Evolutionary dynamics of the kinetochore network in eukaryotes as revealed by comparative genomics.

TLDR: The resulting ortholog sets imply that the last eukaryotic common ancestor (LECA) possessed a complex kinetochore and highlight that current‐day Kinetochores differ substantially, as illustrated with the RZZ complex, TRIP13, the MCC, and some nuclear pore proteins.

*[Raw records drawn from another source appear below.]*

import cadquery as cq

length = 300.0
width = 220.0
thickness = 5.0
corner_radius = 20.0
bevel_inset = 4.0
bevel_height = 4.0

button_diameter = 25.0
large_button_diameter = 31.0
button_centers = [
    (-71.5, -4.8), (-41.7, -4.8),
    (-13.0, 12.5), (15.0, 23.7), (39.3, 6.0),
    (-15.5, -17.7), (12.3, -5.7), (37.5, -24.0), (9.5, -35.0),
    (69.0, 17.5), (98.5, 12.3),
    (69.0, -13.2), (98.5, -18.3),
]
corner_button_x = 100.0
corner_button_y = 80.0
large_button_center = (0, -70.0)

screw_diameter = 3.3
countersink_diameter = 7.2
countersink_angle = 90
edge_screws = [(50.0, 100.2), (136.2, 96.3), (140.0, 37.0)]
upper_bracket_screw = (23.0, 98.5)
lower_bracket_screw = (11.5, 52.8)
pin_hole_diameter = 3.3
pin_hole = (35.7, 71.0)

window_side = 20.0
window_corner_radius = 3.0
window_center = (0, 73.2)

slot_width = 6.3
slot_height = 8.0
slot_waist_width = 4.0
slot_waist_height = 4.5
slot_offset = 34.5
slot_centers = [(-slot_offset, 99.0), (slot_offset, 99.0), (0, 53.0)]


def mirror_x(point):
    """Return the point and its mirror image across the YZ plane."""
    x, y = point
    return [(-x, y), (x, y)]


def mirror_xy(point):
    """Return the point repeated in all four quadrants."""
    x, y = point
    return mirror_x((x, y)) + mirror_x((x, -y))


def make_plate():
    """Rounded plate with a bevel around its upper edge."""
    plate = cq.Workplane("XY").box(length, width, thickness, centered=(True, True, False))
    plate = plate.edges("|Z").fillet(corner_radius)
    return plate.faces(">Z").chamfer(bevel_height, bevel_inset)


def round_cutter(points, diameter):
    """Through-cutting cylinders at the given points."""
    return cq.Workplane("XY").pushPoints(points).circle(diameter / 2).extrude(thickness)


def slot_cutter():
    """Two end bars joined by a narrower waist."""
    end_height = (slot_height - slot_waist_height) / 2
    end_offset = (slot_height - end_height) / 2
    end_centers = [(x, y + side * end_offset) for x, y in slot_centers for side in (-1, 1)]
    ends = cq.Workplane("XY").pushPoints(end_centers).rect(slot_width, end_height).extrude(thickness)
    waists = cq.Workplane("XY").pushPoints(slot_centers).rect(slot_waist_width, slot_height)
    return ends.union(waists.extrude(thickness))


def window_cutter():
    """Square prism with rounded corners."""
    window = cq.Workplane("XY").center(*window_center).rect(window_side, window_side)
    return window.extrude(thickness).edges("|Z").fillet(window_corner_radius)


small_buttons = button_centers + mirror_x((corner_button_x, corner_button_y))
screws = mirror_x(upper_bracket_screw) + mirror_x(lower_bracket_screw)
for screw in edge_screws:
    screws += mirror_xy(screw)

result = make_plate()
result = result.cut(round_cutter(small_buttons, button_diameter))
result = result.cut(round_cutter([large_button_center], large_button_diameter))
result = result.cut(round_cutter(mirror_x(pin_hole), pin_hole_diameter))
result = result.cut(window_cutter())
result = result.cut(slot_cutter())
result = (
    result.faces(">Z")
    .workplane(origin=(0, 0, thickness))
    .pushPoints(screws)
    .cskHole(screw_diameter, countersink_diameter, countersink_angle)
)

Abstract: During eukaryotic cell division, the sister chromatids of duplicated chromosomes are pulled apart by microtubules, which connect via kinetochores. The kinetochore is a multiprotein structure that links centromeres to microtubules, and that emits molecular signals in order to safeguard the equal distribution of duplicated chromosomes over daughter cells. Although microtubule-mediated chromosome segregation is evolutionary conserved, kinetochore compositions seem to have diverged. To systematically inventory kinetochore diversity and to reconstruct its evolution, we determined orthologs of 70 kinetochore proteins in 90 phylogenetically diverse eukaryotes. The resulting ortholog sets imply that the last eukaryotic common ancestor (LECA) possessed a complex kinetochore and highlight that current-day kinetochores differ substantially. These kinetochores diverged through gene loss, duplication, and, less frequently, invention and displacement. Various kinetochore components co-evolved with one another, albeit in different manners. These co-evolutionary patterns improve our understanding of kinetochore function and evolution, which we illustrated with the RZZ complex, TRIP13, the MCC, and some nuclear pore proteins. The extensive diversity of kinetochore compositions in eukaryotes poses numerous questions regarding evolutionary flexibility of essential cellular functions.